Chelmsford Theatre Workshop
Old Court Theatre, Chelmsford
Friday 8th November 2013
A considered character exploration opens the CTW programme, written by co-directors Lynne and Mick Foster, analysing Hamlet's place as a literary "hero". Should we be taken in by his intelligent and profound speeches, or see past them to the terrible actions we witness him perform? Should we be influenced by Hamlet's twisted opinion of the other characters around him, or judge them by their own conduct? An interesting take, and one that cleverly opens the way for thought-provoking direction to engage those with prior experience of this epic work, but does not clutter or confuse the story for those approaching the play for the first time. Similarly the cuts made to the script, drawing the usually 3 1/2 hour piece to a close at a reasonable 10.30, were made with care and retained the key elements to the plot with distinctness.

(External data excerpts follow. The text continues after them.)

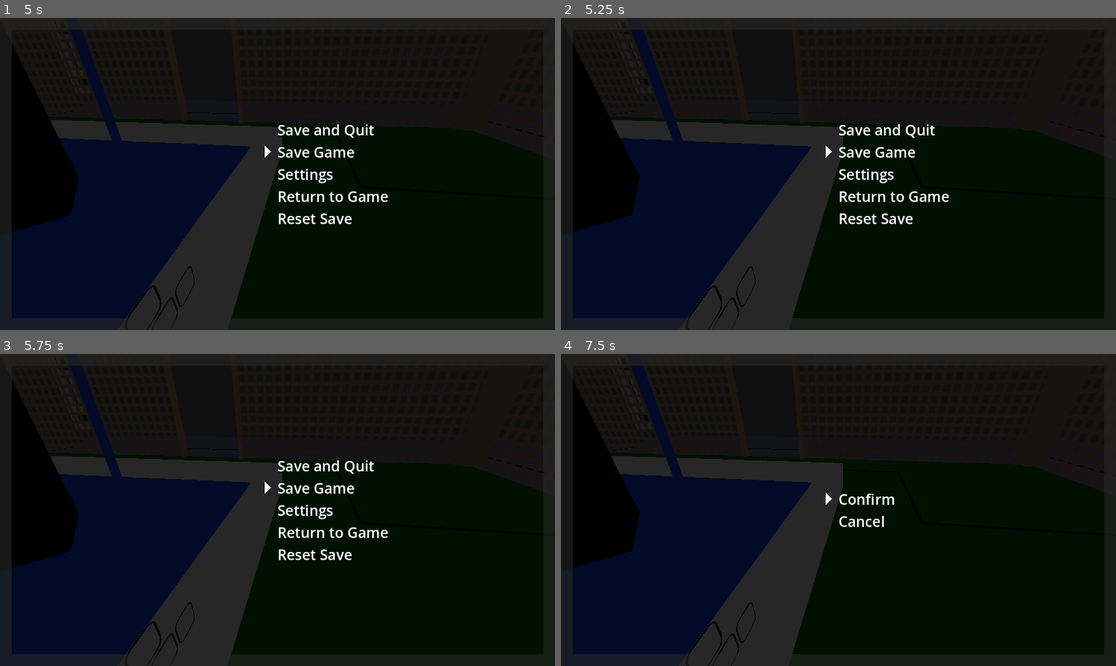
Above: before the commit, frames 1-4 (two rows, left to right).
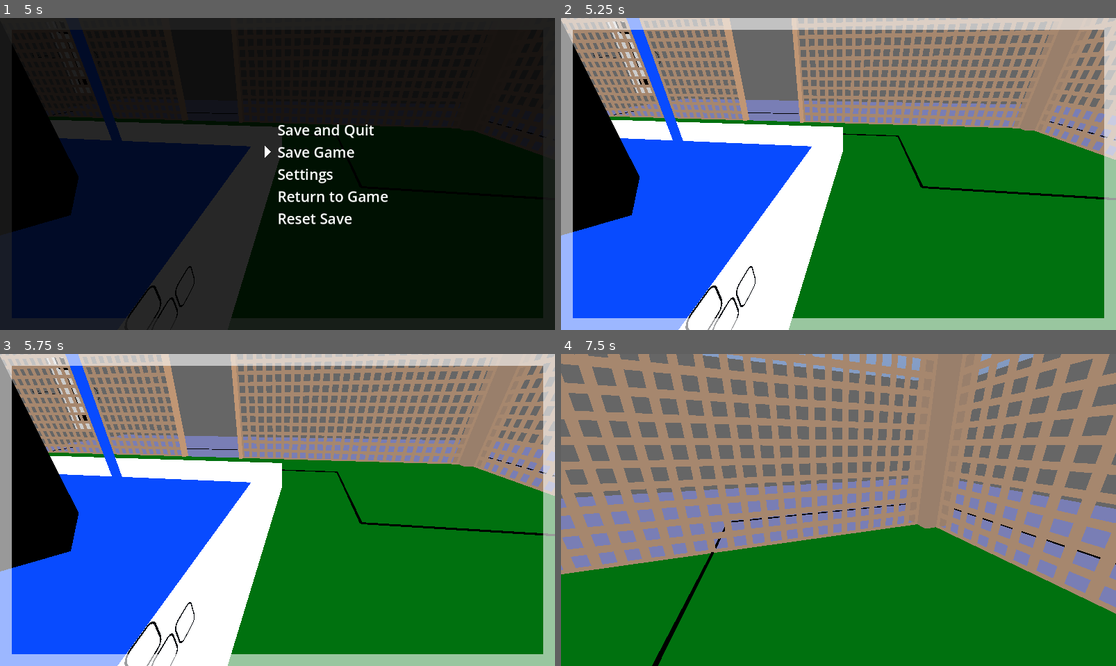
Above: after the commit, the same moments.

Repository: MarkRoss470/grid-puzzle-game
Game: Godot game, scene res://scenes/Main.tscn
Same seed, same stepped clock (60 frames per second), same inputs: the game is played once before the commit and once after it.
Inputs (mouse positions are in pixels of both pictures, inside the frame that each line leads up to):
- Up to frame 1 (5 s): tap Enter (ui_accept) at 0.5, 0.77, 1.25, 1.52, 3.02, 3.77, 4.52 s; move the mouse to (271, 180) at 0.52 s; hold W (move_forward) 0.53-2.03 s; tap Space (free_mouse) at 0.6, 2.1, 3.6 s; click (271, 180) at 0.67 s; move the mouse to (444, 220) at 1.27 s; tap Shift (run) at 1.35, 2.85, 4.35 s; click (444, 220) at 1.42 s; tap R (reset) at 2, 4.9 s; move the mouse to (111, 127) at 2.02 s; hold A (move_left) 2.03-3.53 s; click (111, 127) at 2.17 s; move the mouse to (283, 174) at 2.77 s; click (283, 174) at 2.92 s; move the mouse to (255, 167) at 3.52 s; hold W (move_forward) 3.53-4.28 s; click (255, 167) at 3.67 s; tap Escape (pause) at 4.15 s; move the mouse to (399, 158) at 4.27 s; hold D (move_right) from 4.28 s (still down); click (399, 158) at 4.42 s
- Up to frame 2 (5.25 s): tap Enter (ui_accept) at 5 s; move the mouse to (727, 189) at 5.02 s; release D (move_right) at 5.03 s; hold W (move_forward) from 5.03 s (still down); tap Space (free_mouse) at 5.1 s; click (727, 189) at 5.17 s
- Up to frame 3 (5.75 s): keep holding W (move_forward)
- Up to frame 4 (7.5 s): tap R (reset) at 5.75 s; move the mouse to (894, 441) at 5.77 s; release W (move_forward) at 5.78 s; hold D (move_right) from 5.78 s (still down); tap Shift (run) at 5.85, 7.35 s; click (894, 441) at 5.92 s; tap Enter (ui_accept) at 6.02, 6.5, 6.77 s; move the mouse to (810, 572) at 6.52 s; tap Space (free_mouse) at 6.6 s; click (810, 572) at 6.67 s; move the mouse to (1005, 556) at 7.27 s; click (1005, 556) at 7.42 s

Frame 1 is identical in both runs. In frame 2, 95% of the frame differs, in the area x 0-100%, y 0-100%; in frame 3, 95%; in frame 4, 100%.

Commit message:
Added setting for making the game fullscreen

Diff:
--- a/PauseMenu.tscn
+++ b/PauseMenu.tscn
@@ -71,43 +71,93 @@
 color = Color(0, 0, 0, 1)
 
 [node name="Pause" type="VBoxContainer" parent="Control"]
+custom_minimum_size = Vector2(100, 1.45519e-11)
+layout_mode = 1
+anchors_preset = -1
+anchor_left = 0.5
+anchor_right = 1.0
+anchor_bottom = 1.0
+grow_horizontal = 2
+grow_vertical = 2
+alignment = 1
+
+[node name="Save and Quit" type="Label" parent="Control/Pause"]
+layout_mode = 2
+mouse_filter = 0
+text = "Save and Quit"
+
+[node name="ColorRect" type="ColorRect" parent="Control/Pause/Save and Quit"]
+layout_mode = 1
+anchors_preset = -1
+anchor_left = -1.001
+anchor_right = 1.0
+offset_left = 0.57605
+offset_bottom = 41.0
+mouse_filter = 1
+color = Color(1, 1, 1, 0)
+
+[node name="Save Game" type="Label" parent="Control/Pause"]
+layout_mode = 2
+mouse_filter = 0
+text = "Save Game"
+
+[node name="ColorRect" type="ColorRect" parent="Control/Pause/Save Game"]
+layout_mode = 1
+anchors_preset = -1
+anchor_left = -1.001
+anchor_right = 1.0
+offset_left = 0.57605
+offset_bottom = 41.0
+mouse_filter = 1
+color = Color(1, 1, 1, 0)
+
+[node name="Settings" type="Label" parent="Control/Pause"]
+layout_mode = 2
+mouse_filter = 0
+text = "Settings"
+
+[node name="ColorRect" type="ColorRect" parent="Control/Pause/Settings"]
+layout_mode = 1
+anchors_preset = -1
+anchor_left = -1.001
+anchor_right = 1.0
+offset_left = 0.57605
+offset_bottom = 41.0
+mouse_filter = 1
+color = Color(1, 1, 1, 0)
+
+[node name="Return to Game" type="Label" parent="Control/Pause"]
+layout_mode = 2
+mouse_filter = 0
+text = "Return to Game"
+
+[node name="ColorRect" type="ColorRect" parent="Control/Pause/Return to Game"]
+layout_mode = 1
+anchors_preset = -1
+anchor_left = -1.001
+anchor_right = 1.0
+offset_left = 0.57605
+offset_bottom = 41.0
+mouse_filter = 1
+color = Color(1, 1, 1, 0)
+
+[node name="Reset Save" type="Label" parent="Control/Pause"]
+layout_mode = 2
+mouse_filter = 0
+text = "Reset Save"
+
+[node name="ColorRect" type="ColorRect" parent="Control/Pause/Reset Save"]
+layout_mode = 1
+anchors_preset = -1
+anchor_left = -1.001
+anchor_right = 1.0
+offset_left = 0.57605
+offset_bottom = 41.0
+mouse_filter = 1
+color = Color(1, 1, 1, 0)
+
+[node name="Settings" type="VBoxContainer" parent="Control"]
 visible = false
-custom_minimum_size = Vector2(100, 1.45519e-11)
-layout_mode = 1
-anchors_preset = -1
-anchor_left = 0.5
-anchor_right = 1.0
-anchor_bottom = 1.0
-grow_horizontal = 2
-grow_vertical = 2
-alignment = 1
-
-[node name="Save and Quit" type="Label" parent="Control/Pause"]
-layout_mode = 2
-mouse_filter = 0
-text = "Save and Quit"
-
-[node name="Save Game" type="Label" parent="Control/Pause"]
-layout_mode = 2
-mouse_filter = 0
-text = "Save Game"
-
-[node name="Settings" type="Label" parent="Control/Pause"]
-layout_mode = 2
-mouse_filter = 0
-text = "Settings"
-
-[node name="Return to Game" type="Label" parent="Control/Pause"]
-layout_mode = 2
-mouse_filter = 0
-text = "Return to Game"
-
-[node name="Reset Save" type="Label" parent="Control/Pause"]
-layout_mode = 2
-mouse_filter = 0
-text = "Reset Save"
-
-[node name="Settings" type="VBoxContainer" parent="Control"]
 custom_minimum_size = Vector2(100, 1.45519e-11)
 layout_mode = 1
 anchors_preset = -1
@@ -177,6 +227,24 @@
 text = "Menu transparency"
 
 [node name="CheckButton" type="CheckButton" parent="Control/Settings/Menu transparency"]
+layout_mode = 1
+anchors_preset = -1
+anchor_left = 1.004
+anchor_top = 0.578
+anchor_right = 1.004
+anchor_bottom = 0.578
+offset_left = 18.868
+offset_top = -12.01
+offset_right = 62.868
+offset_bottom = 11.99
+
+[node name="Fullscreen" type="Label" parent="Control/Settings"]
+layout_mode = 2
+size_flags_horizontal = 0
+mouse_filter = 0
+text = "Fullscreen"
+
+[node name="CheckButton" type="CheckButton" parent="Control/Settings/Fullscreen"]
 layout_mode = 1
 anchors_preset = -1
 anchor_left = 1.004
@@ -247,8 +315,11 @@
 [connection signal="gui_input" from="Control/Settings/Menu transparency" to="." method="on_menu_item_gui_input" binds= [2]]
 [connection signal="mouse_entered" from="Control/Settings/Menu transparency" to="." method="on_menu_item_mouse_entered" binds= [2]]
 [connection signal="toggled" from="Control/Settings/Menu transparency/CheckButton" to="." method="on_menu_item_check_button_input" binds= [2]]
-[connection signal="gui_input" from="Control/Settings/Exit" to="." method="on_menu_item_gui_input" binds= [3]]
-[connection signal="mouse_entered" from="Control/Settings/Exit" to="." method="on_menu_item_mouse_entered" binds= [3]]
+[connection signal="gui_input" from="Control/Settings/Fullscreen" to="." method="on_menu_item_gui_input" binds= [3]]
+[connection signal="mouse_entered" from="Control/Settings/Fullscreen" to="." method="on_menu_item_mouse_entered" binds= [3]]
+[connection signal="toggled" from="Control/Settings/Fullscreen/CheckButton" to="." method="on_menu_item_check_button_input" binds= [3]]
+[connection signal="gui_input" from="Control/Settings/Exit" to="." method="on_menu_item_gui_input" binds= [4]]
+[connection signal="mouse_entered" from="Control/Settings/Exit" to="." method="on_menu_item_mouse_entered" binds= [4]]
 [connection signal="gui_input" from="Control/Reset Save Confirmation/Confirm" to="." method="on_menu_item_gui_input" binds= [0]]
 [connection signal="mouse_entered" from="Control/Reset Save Confirmation/Confirm" to="." method="on_menu_item_mouse_entered" binds= [0]]
 [connection signal="gui_input" from="Control/Reset Save Confirmation/Cancel" to="." method="on_menu_item_gui_input" binds= [1]]
--- a/saves/default_settings.json
+++ b/saves/default_settings.json
@@ -2,4 +2,5 @@
 	"mouse_sensitivity": 0.005,
 	"movement_speed": 3.0,
 	"menu_transparency": true,
+	"fullscreen": true,
 }
--- a/scripts/Player and UI/CharacterController.gd
+++ b/scripts/Player and UI/CharacterController.gd
@@ -21,9 +21,6 @@
 @export var listener: AudioListener3D
 # The audio stream for the player's footsteps
 @export var audio_player: AudioStreamPlayer
-
-# Whether to make the game fullscreen
-@export var fullscreen := true
 
 # Whether the mouse is free (when interacting with a puzzle)
 # Controls whether mouse and keyboard inputs move the player
@@ -55,6 +52,13 @@
 
 	Settings.register_callback("movement_speed", func(new_value):
 		walk_speed = new_value
+	)
+
+	Settings.register_callback("fullscreen", func(value):
+		if value:
+			get_window().mode = Window.MODE_FULLSCREEN
+		else:
+			get_window().mode = Window.MODE_MAXIMIZED
 	)
 
 	listener.make_current()
@@ -130,11 +134,6 @@
 
 # Called every frame. 'delta' is the elapsed time since the previous frame.
 func _process(_delta):
-	# Set fullscreen on first frame
-	# Prevents graphical artifacts when called in _ready
-	if fullscreen and Engine.get_frames_drawn() == 0:
-		get_window().mode = Window.MODE_MAXIMIZED if (true) else Window.MODE_WINDOWED
-
 	# If 'free_mouse' input was just pressed, update mouse mode
 	if Input.is_action_just_pressed("free_mouse"):
 		# If mouse is currently free, capture it
--- a/scripts/Player and UI/PauseMenu.gd
+++ b/scripts/Player and UI/PauseMenu.gd
@@ -40,6 +40,7 @@
 	MOUSE_SENSITIVITY,
 	MOVEMENT_SPEED,
 	MENU_TRANSPARENCY,
+	FULLSCREEN,
 	EXIT,
 }
 
@@ -48,6 +49,7 @@
 	"mouse_sensitivity",
 	"movement_speed",
 	"menu_transparency",
+	"fullscreen",
 ]
 
 # What type each setting is
@@ -55,6 +57,7 @@
 	SettingType.Slider,      # MOUSE_SENSITIVITY
 	SettingType.Slider,      # MOVEMENT_SPEED
 	SettingType.CheckButton, # MENU_TRANSPARENCY
+	SettingType.CheckButton, # FULLSCREEN
 
 	null,                    # EXIT
 ]

Barry Taylor's young Prince Hamlet is given a melancholy characterisation, exploring the directors' interpretation with a particularly nasty portrayal, especially in his chilling treatment of both Ophelia and Gertrude. His madness remains subtle, more of a consistent depression, and his delivery is relaxed and instinctive with an engaging style. In a supporting ensemble cast of mixed experience there are some standout performances. Beth Crozier gives a compellingly regal interpretation of Gertrude with particularly impassioned reactions to Ophelia's tragic demise. Her new husband Claudius is played by Simon Burrell with conviction and although his posture could be more majestic his delivery is clear and engaging. Sarah Bell's Ophelia is very gentle, quietly done her descent is all the more intense for it's calmness and a pin can be heard drop during her singing scene. Christian Search is assured in his performance of Horatio, and Robin Mahr holds his own as Laertes with particular commendation for the well executed swordplay. A strong couple of cameos too by Jim Crozier as the ghostly old Hamlet, and Robin Winder as the garrulous gravedigger.
The set is uncluttered with black walls and simple candles serving for all of the rooms of Elsinore. Although having the audience set in the round allows for more acting space for the numerous cast, a lot of time is spent on or near the stage generating a crick in the neck for those with a side view. Where the space was used fully it was particularly effective, especially the final death scene.
A fluent and accessible version performed smoothly with moments of quiet intensity. The hand of the directors can be felt throughout, generating interest for audiences both familiar and new to one of Shakespeare's most famous and influential plays.